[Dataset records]
_ _ _ _

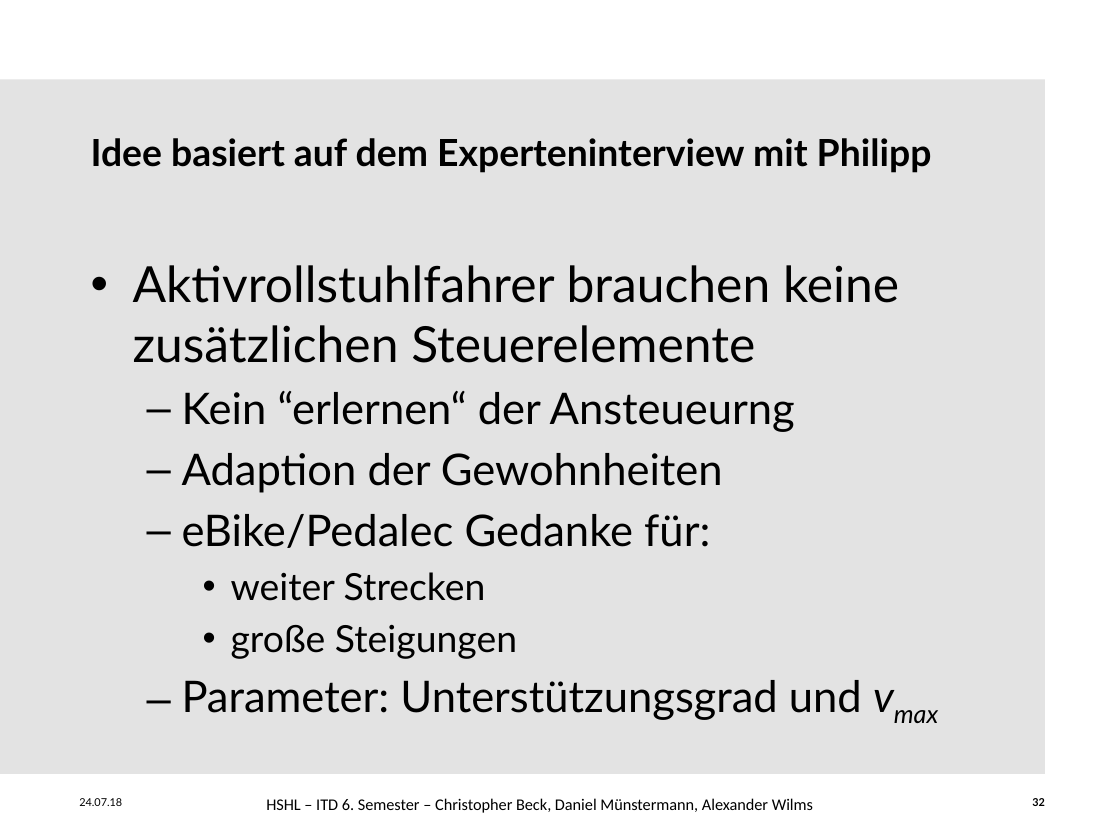
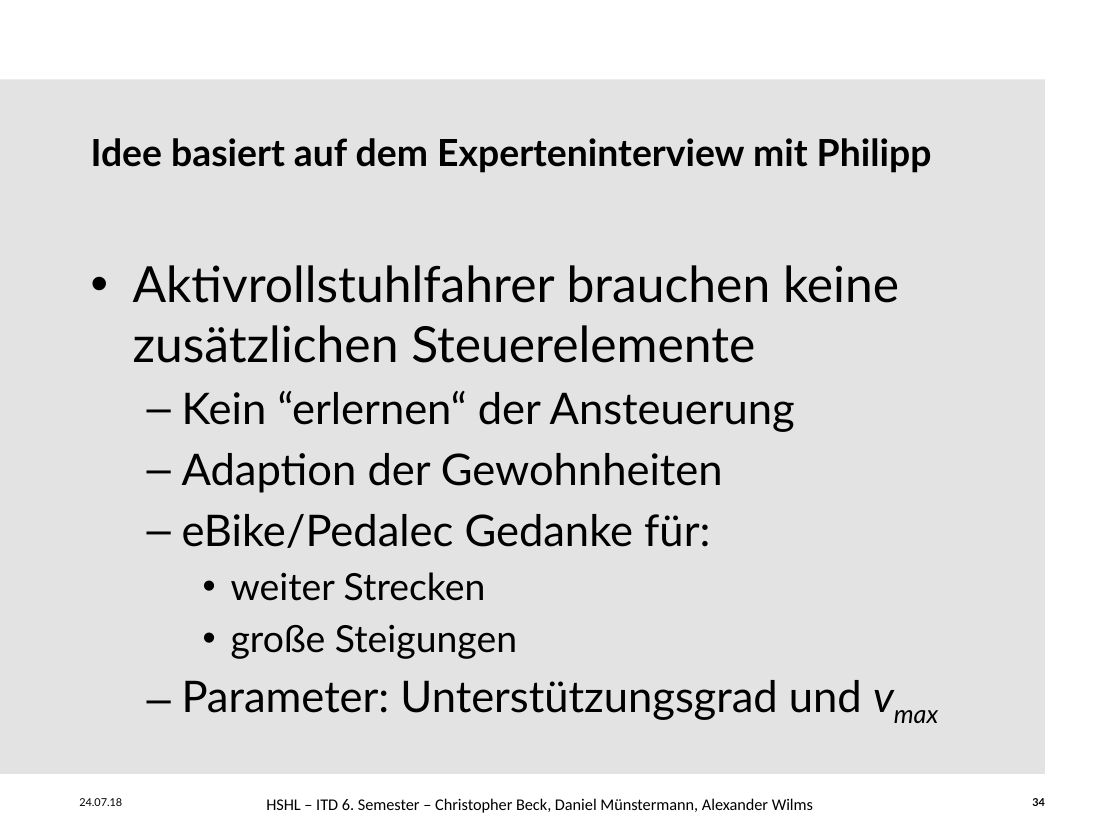
Before and after one commit to ChristineAgethen/Interaktionskonzept_Rollstuhl, a slide deck: slide 34 of Interaktionskonzept.pptx (slide 32 before the commit). Drawn at 1120x840 pixels with LibreOffice and Linux fonts; fonts in the diff are those of the drawing; background and template pictures are left out. Boxes give left, top, right and bottom in pixels: in the first picture for what was removed or moved away, otherwise in the second. Text is boxed around its words. In the diff, an @@ line names an element or a change of style, - is before the commit and + after.

Commit message:
cbe

```diff
--- a/Interaktionskonzept.pptx
+++ b/Interaktionskonzept.pptx
@@ text at (182,391,795,432): text changed @@
-  – Kein “erlernen“ der Ansteueurng
+  – Kein “erlernen“ der Ansteuerung
@@ page number at (1032,798,1045,806): text changed @@
-32
+34
```
Also in this commit, not shown: 1 other slide changed, 7 slides added.
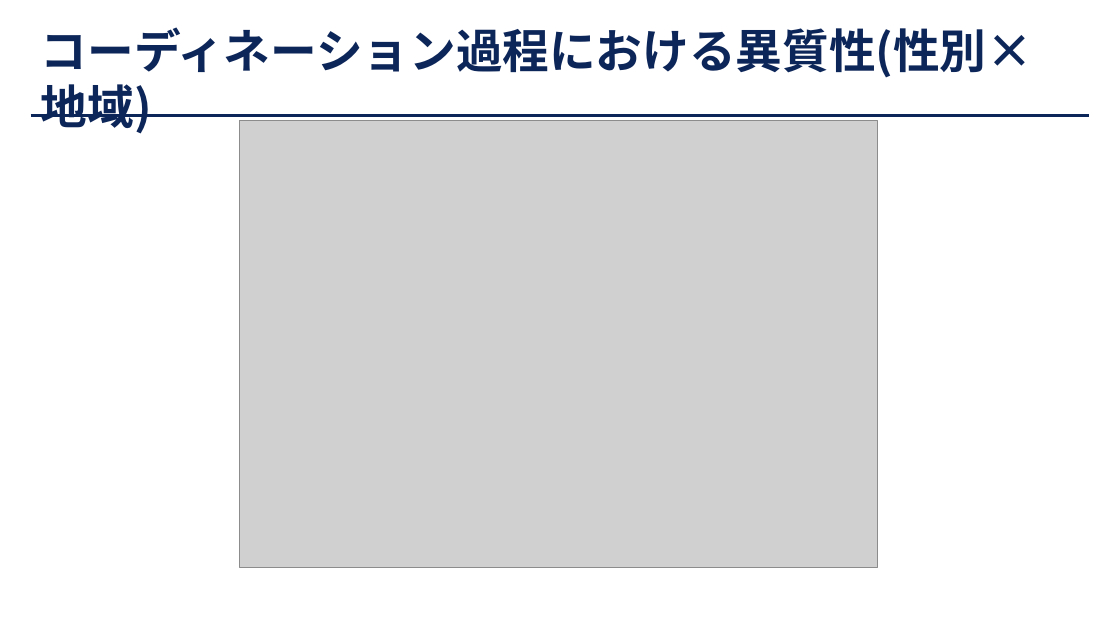
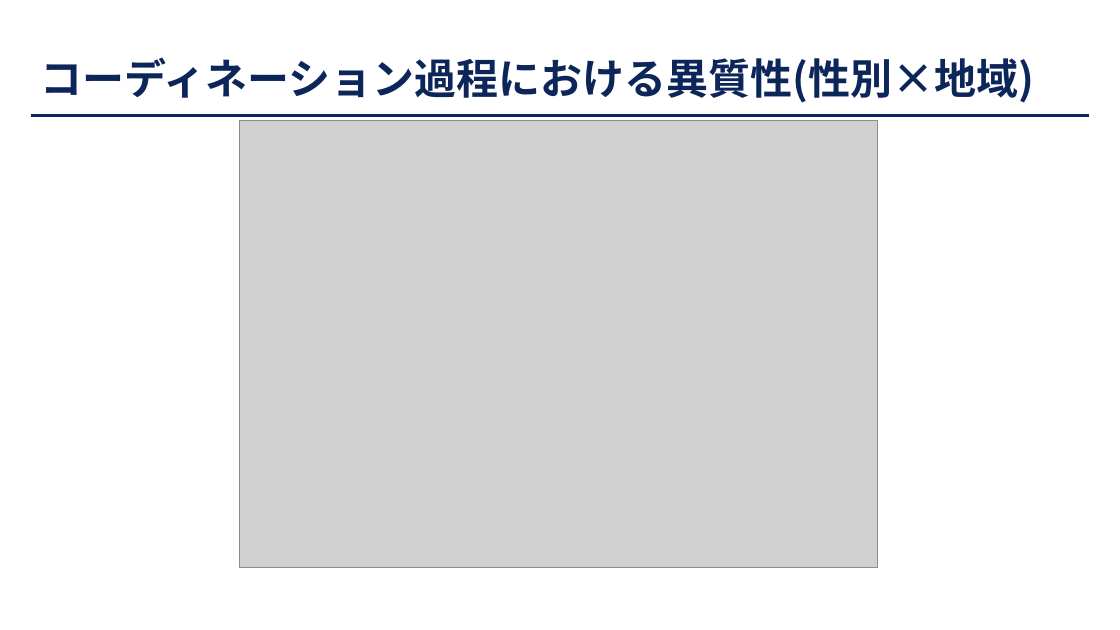
Before and after one commit to JMDP-behavioral-economics/RCT-Nudge, a slide deck: slide 45 of docs/slide/221014骨髄バンク介入実験分析.pptx. Drawn at 1120x630 pixels with LibreOffice and Linux fonts; fonts in the diff are those of the drawing; grey boxes stand for pictures. Boxes give left, top, right and bottom in pixels: in the first picture for what was removed or moved away, otherwise in the second. Text is boxed around its words. In the diff, an @@ line names an element or a change of style, - is before the commit and + after.

```diff
--- a/docs/slide/221014骨髄バンク介入実験分析.pptx
+++ b/docs/slide/221014骨髄バンク介入実験分析.pptx
@@ title "コーディネーション過程における異質性(性別×地域)" at [41,57,1035,103]: size 40 to 36 pt @@
```
Also in this commit, not shown: 22 other slides changed.

_ _ _ _

Reproduce each record from above exactly; pictures do not belong in the copy.

Result of the task
Before and after one commit to ChristineAgethen/Interaktionskonzept_Rollstuhl, a slide deck: slide 34 of Interaktionskonzept.pptx (slide 32 before the commit). Drawn at 1120x840 pixels with LibreOffice and Linux fonts; fonts in the diff are those of the drawing; background and template pictures are left out. Boxes give left, top, right and bottom in pixels: in the first picture for what was removed or moved away, otherwise in the second. Text is boxed around its words. In the diff, an @@ line names an element or a change of style, - is before the commit and + after.

Commit message:
cbe

```diff
--- a/Interaktionskonzept.pptx
+++ b/Interaktionskonzept.pptx
@@ text at (182,391,795,432): text changed @@
-  – Kein “erlernen“ der Ansteueurng
+  – Kein “erlernen“ der Ansteuerung
@@ page number at (1032,798,1045,806): text changed @@
-32
+34
```
Also in this commit, not shown: 1 other slide changed, 7 slides added.
Before and after one commit to JMDP-behavioral-economics/RCT-Nudge, a slide deck: slide 45 of docs/slide/221014骨髄バンク介入実験分析.pptx. Drawn at 1120x630 pixels with LibreOffice and Linux fonts; fonts in the diff are those of the drawing; grey boxes stand for pictures. Boxes give left, top, right and bottom in pixels: in the first picture for what was removed or moved away, otherwise in the second. Text is boxed around its words. In the diff, an @@ line names an element or a change of style, - is before the commit and + after.

```diff
--- a/docs/slide/221014骨髄バンク介入実験分析.pptx
+++ b/docs/slide/221014骨髄バンク介入実験分析.pptx
@@ title "コーディネーション過程における異質性(性別×地域)" at [41,57,1035,103]: size 40 to 36 pt @@
```
Also in this commit, not shown: 22 other slides changed.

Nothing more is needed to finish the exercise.